Los seis dominios o corrientes señalados por Friedman son la política, la cultura, la seguridad nacional, las finanzas, la tecno­logía y el medio ambiente, seis dominios que, en su opinión, sólo pueden comprenderse individualmente comprendiéndolos a to­dos. Luego felicita a Paul Kennedy y John Lewis Gaddis por tra­tar de ser más "integrales" y "globales" aunque, desde mi punto de vista, sólo son "medio integrales", puesto que su visión se centra en la chata red-de-la-vida que, si bien está interconectada en un determinado nivel, carece de toda profundidad vertical. «En un ensayo escrito por ambos -dice Friedman-, Gaddis y Kennedy se lamentan de que la política internacional se halle, tan a menudo y en tantos países, en manos de particularistas. Según los dos historiadores de Yale: "Son personas sumamente compe­tentes a la hora de considerar aspectos parciales, pero que tienen dificultades en ver la imagen global. Ordenan las prioridades y tratan de cumplirlas separada y simultáneamente, sin pensar en el modo en que se interfieren mutuamente. Se mueven perfectamente de árbol en árbol, pero parecen hallarse completamente perdidos en medio del bosque. Los grandes estrategas del pasado eran generalistas que veían tanto los bosques como los árboles y operaban desde una perspectiva ecológica, comprendiendo que el mundo es una red en la que todo está interconectado y que los cambios realizados aquí repercuten allí. ¿Dónde, sin embargo, podemos encontrar hoy a un generalista?... La tendencia domi­nante en las universidades y en el mundo del pensamiento expe­rimenta una especialización cada vez mayor que premia más la comprensión profunda de un solo campo que la diversificación en varios. Pero sin comprensión de la totalidad... no puede haber estrategia alguna y, sin estrategia, no hay más que movimiento a la deriva".»

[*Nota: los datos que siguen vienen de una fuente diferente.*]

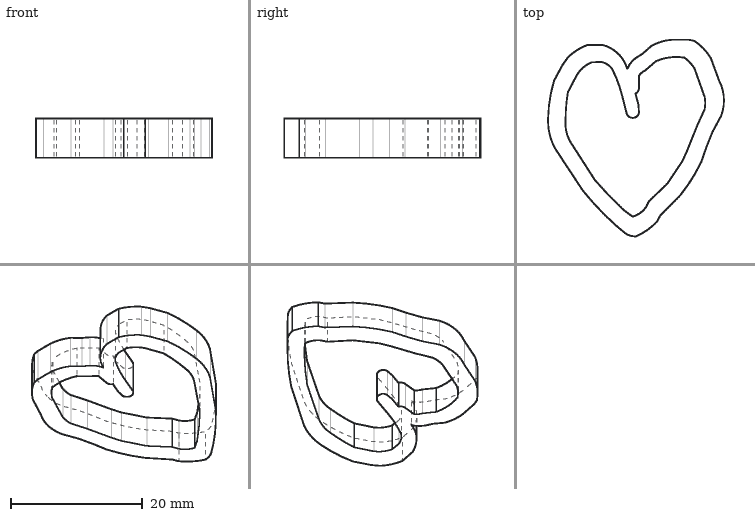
import cadquery as cq

width = 26.78
length = 29.95
height = 6.0

notch = (12.07, 25.52)
left_lobe_top = 29.15
left_shoulder = (1.08, 13.4)
bottom_point = (13.35, 0.0)
right_waist = (26.35, 18.35)

stub_x = 13.87
stub_top = (stub_x, 24.47)
stub_foot = (13.33, 21.75)
tail_root = (9.73, 25.52)
inner_shoulder = (3.53, 14.23)
inner_point = (12.88, 3.05)
inner_waist = (23.8, 19.35)


def outer_left(edge):
    """Outer edge from the notch over the left lobe and down to the bottom point."""
    return (
        edge.threePointArc((10.48, 28.0), (8.33, left_lobe_top))
        .lineTo(6.0, left_lobe_top)
        .threePointArc((4.28, 28.27), (3.05, 27.28))
        .lineTo(2.22, 26.12)
        .lineTo(0.9, 23.65)
        .threePointArc((0.27, 20.88), (0.0, 17.9))
        .threePointArc((0.25, 15.55), left_shoulder)
        .lineTo(5.3, 6.98)
        .threePointArc((7.52, 4.43), (10.3, 1.7))
        .lineTo(11.65, 0.57)
        .threePointArc((12.52, 0.12), bottom_point)
    )


def outer_right(edge):
    """Outer edge from the bottom point up the right flank, over the lobe, to the notch."""
    return (
        edge.threePointArc((15.25, 1.08), (16.65, 2.35))
        .lineTo(17.1, 3.2)
        .lineTo(20.13, 6.25)
        .threePointArc((21.9, 8.75), (23.35, 11.4))
        .lineTo(24.08, 13.5)
        .lineTo(25.07, 15.95)
        .lineTo(*right_waist)
        .threePointArc((width, 20.35), (26.03, 23.75))
        .lineTo(24.8, 27.1)
        .threePointArc((23.63, 28.63), (22.25, 29.77))
        .lineTo(21.38, length)
        .lineTo(18.87, length)
        .threePointArc((17.25, 29.65), (15.72, 29.0))
        .lineTo(14.4, 27.82)
        .lineTo(13.35, 27.15)
        .threePointArc((12.65, 26.48), notch)
    )


def inner_tail(edge):
    """Inner edge down the stub, around the free round end of the tail and back up."""
    return (
        edge.lineTo(stub_x, 22.67)
        .threePointArc((13.72, 22.07), stub_foot)
        .lineTo(13.78, 20.07)
        .lineTo(stub_x, 18.9)
        .threePointArc((12.97, 18.03), (11.98, 18.63))
        .lineTo(11.3, 21.32)
        .threePointArc((10.65, 23.4), tail_root)
    )


def inner_left(edge):
    """Inner edge from the tail over the left lobe and down to the inner point."""
    return (
        edge.threePointArc((9.0, 26.18), (8.05, 26.55))
        .lineTo(6.62, 26.48)
        .threePointArc((5.45, 25.75), (4.45, 24.65))
        .lineTo(3.05, 21.95)
        .threePointArc((2.8, 19.8), (2.7, 17.37))
        .threePointArc((2.88, 15.72), inner_shoulder)
        .lineTo(7.15, 8.6)
        .lineTo(9.13, 6.4)
        .lineTo(11.55, 4.0)
        .lineTo(*inner_point)
    )


def inner_right(edge):
    """Inner edge from the inner point up the right flank, over the lobe, to the stub."""
    return (
        edge.threePointArc((14.0, 3.55), (14.9, 4.45))
        .lineTo(15.33, 5.35)
        .lineTo(18.15, 8.05)
        .lineTo(20.4, 11.4)
        .lineTo(21.1, 12.97)
        .lineTo(22.65, 16.8)
        .lineTo(*inner_waist)
        .threePointArc((23.9, 20.25), (23.8, 21.23))
        .lineTo(22.25, 25.6)
        .threePointArc((21.6, 26.45), (20.75, 27.2))
        .threePointArc((18.5, 27.22), (16.45, 26.65))
        .lineTo(14.8, 25.25)
        .threePointArc((14.32, 24.95), stub_top)
    )


def prism(start, sections):
    """Closed outline that joins the sections in order, extruded to the band height."""
    edge = cq.Workplane("XY").moveTo(*start)
    for section in sections:
        edge = section(edge)
    return edge.close().extrude(height)


heart = prism(notch, [outer_left, outer_right])
opening = prism(stub_top, [inner_tail, inner_left, inner_right])
result = heart.cut(opening)

Y sin profundidad, la deriva es todavía mayor. Todos esos teó­ricos -entre los que cabe destacar a Kennedy, Gaddis y al mismo Friedman- se centran casi exclusivamente en los cuadrantes de la Mano Derecha (que incluye la teoría sistémica, las teorías del caos y de la complejidad, la red de la vida, el holismo chato, la globalización tecnoeconómica, etc.). O bien ignoran los cuadran­tes de la Mano Izquierda o sólo los admiten de pasada, pero sin reconocer los distintos niveles verticales de profundidad del de­sarrollo de esos cuadrantes. Y por ello incurren con tanta fre­cuencia en el reduccionismo sutil -que consiste en reducir todos los eventos de la Mano Izquierda a ajustes funcionales de la Mano Derecha- y no nos presentan tanto un holismo integral (que atienda a las realidades de la Mano Izquierda y a las reali­dades de la Mano Derecha) como un holismo chato (exclusivo de la Mano Derecha).`

Así pues, el holismo chato y la red ecológica de la vida deben verse complementados con la dimensión vertical y la pirámide de la vida, dos dimensiones esencialmente importantes. Cualquier análisis que no preste la debida atención a la dimensión vertical de las olas del desarrollo de la conciencia está moviéndose en un es­pacio bidimensional, no en un espacio tridimensional (que es, por cierto, el espacio en que se mueve el mundo real), con lo cual las dimensiones de altura y profundidad se escapan del análisis que, en consecuencia -y por defecto-, tiene lugar desde el nivel de de­sarrollo subjetivo alcanzado por el analista, lo cual suele signifi­car que el meme azul, naranja o verde trata de comprender la espi­ral completa del desarrollo a través de la lente que le proporciona su propio nivel, con resultados más que lamentables.

Así, aunque yo aplauda las interconexiones de la "red de la vida" (que tiene en cuenta dos cuadrantes y ningún nivel) subra­yadas por estos analistas, sugiero que una visión más global (om­nicuadrante y omninivel) serviría a la estrategia con una deriva mucho menor."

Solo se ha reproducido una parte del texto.